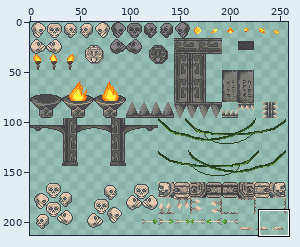
Sprite sheet: Assets/Artwork/Decorative/Deco_1.png. The first picture is a wide view before the edit; the outline marks the close-up.
Close-up. Before the edit:
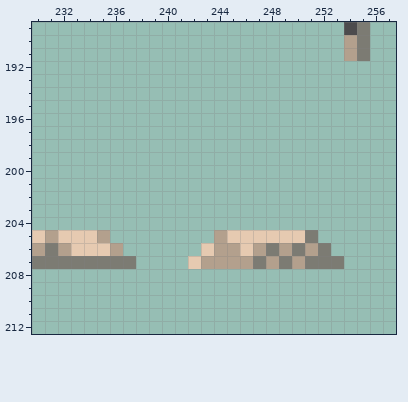
The file is 258x258 pixels. Colours within 5 levels of each other are drawn and written as one. Shown: x 230..257, y 189..212. The wide view leaves out empty margins.
And afterwards:
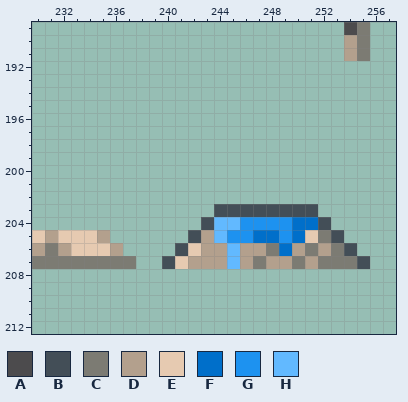
Palette (. is transparent): A #4c4b4d  B #434e57  C #7c7b73  D #b3a08d  E #e6cab1  F #006fca  G #1d92f0  H #62b9ff
The exact change:
Colour B is added in row 203 at x 244 to 251; in row 204 at x 243 and 252; in row 205 at x 242 and 253; in row 206 at x 241 and 254; in row 207 at x 240 and 255.
Colour C is added in row 205 at x 252; in row 206 at x 253; in row 207 at x 254.
Colour C replaces colour D in row 206 at x 251; in row 207 at x 250.
Colour D is added in row 205 at x 243.
Colour D replaces colour C in row 206 at x 250 and 252; in row 207 at x 249 and 251.
Colour D replaces colour E in row 206 at x 243 and 246; in row 207 at x 242.
Colour E is added in row 206 at x 242; in row 207 at x 241.
Colour E replaces colour C in row 205 at x 251.
Colour F is added in row 204 at x 250 to 251.
Colour F replaces colour D in row 206 at x 249.
Colour F replaces colour E in row 205 at x 247 to 248 and 250.
Colour G is added in row 204 at x 246 to 249.
Colour G replaces colour E in row 205 at x 245 to 246 and 249.
Colour H is added in row 204 at x 244 to 245.
Colour H replaces colour D in row 205 at x 244; in rows 206 to 207 at x 245.
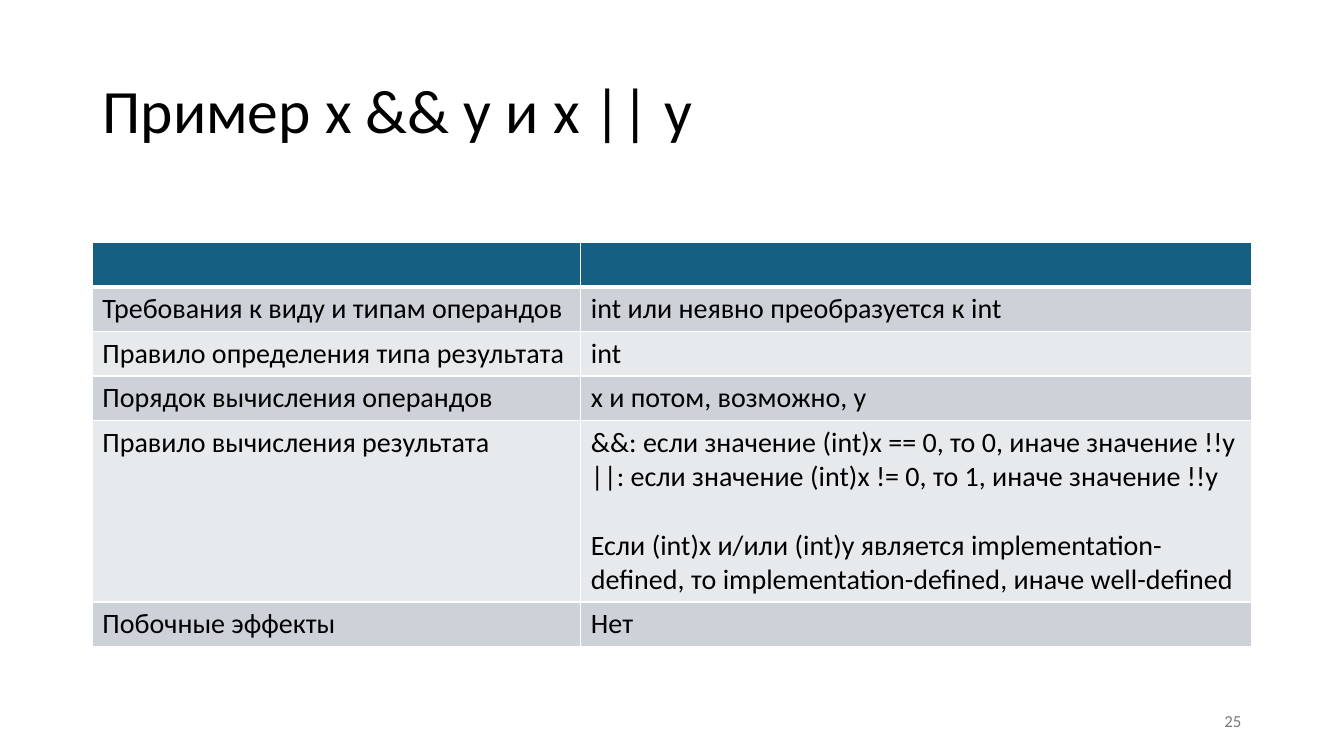
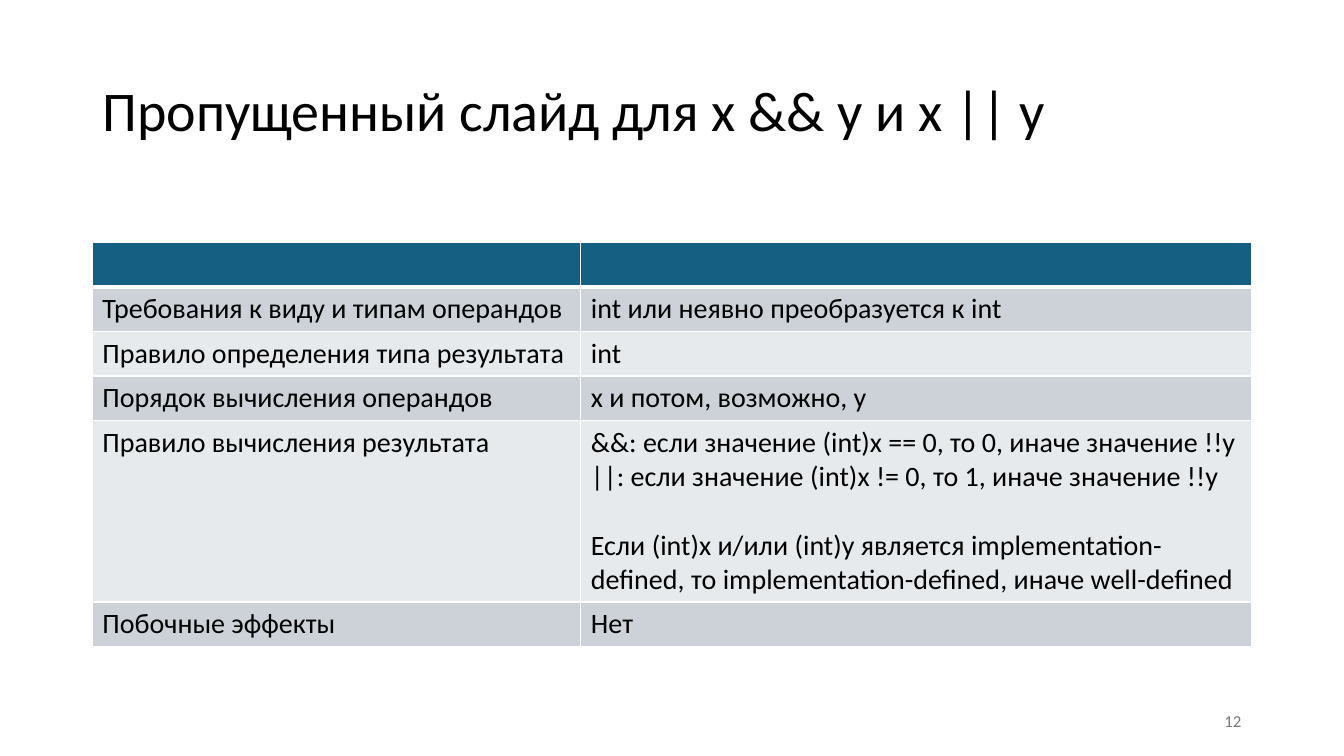
Before and after one commit to Evgueni-Petrov-aka-espetrov/Algorithms-and-Programming-in-C-pptx, a slide deck: slide 12 of 004 Побочные эффекты выражений в Си.pptx (slide 25 before the commit). Drawn at 1344x756 pixels with LibreOffice and Linux fonts; fonts in the diff are those of the drawing. Boxes give left, top, right and bottom in pixels: in the first picture for what was removed or moved away, otherwise in the second. Text is boxed around its words. In the diff, an @@ line names an element or a change of style, - is before the commit and + after.

```diff
--- a/004 Побочные эффекты выражений в Си.pptx
+++ b/004 Побочные эффекты выражений в Си.pptx
@@ title at bbox=[102, 93, 1045, 141]: text changed; size 44 to 40 pt @@
-Пример x && y и x || y
+Пропущенный слайд для x && y и x || y
@@ page number at bbox=[1224, 716, 1241, 727]: text changed @@
-25
+12
```
Also in this commit, not shown: 15 other slides changed.

Exercise instructions ▸ The expected output is each line of the records above that includes the word "edit".

Exercise result ▸
Sprite sheet: Assets/Artwork/Decorative/Deco_1.png. The first picture is a wide view before the edit; the outline marks the close-up.
Close-up. Before the edit:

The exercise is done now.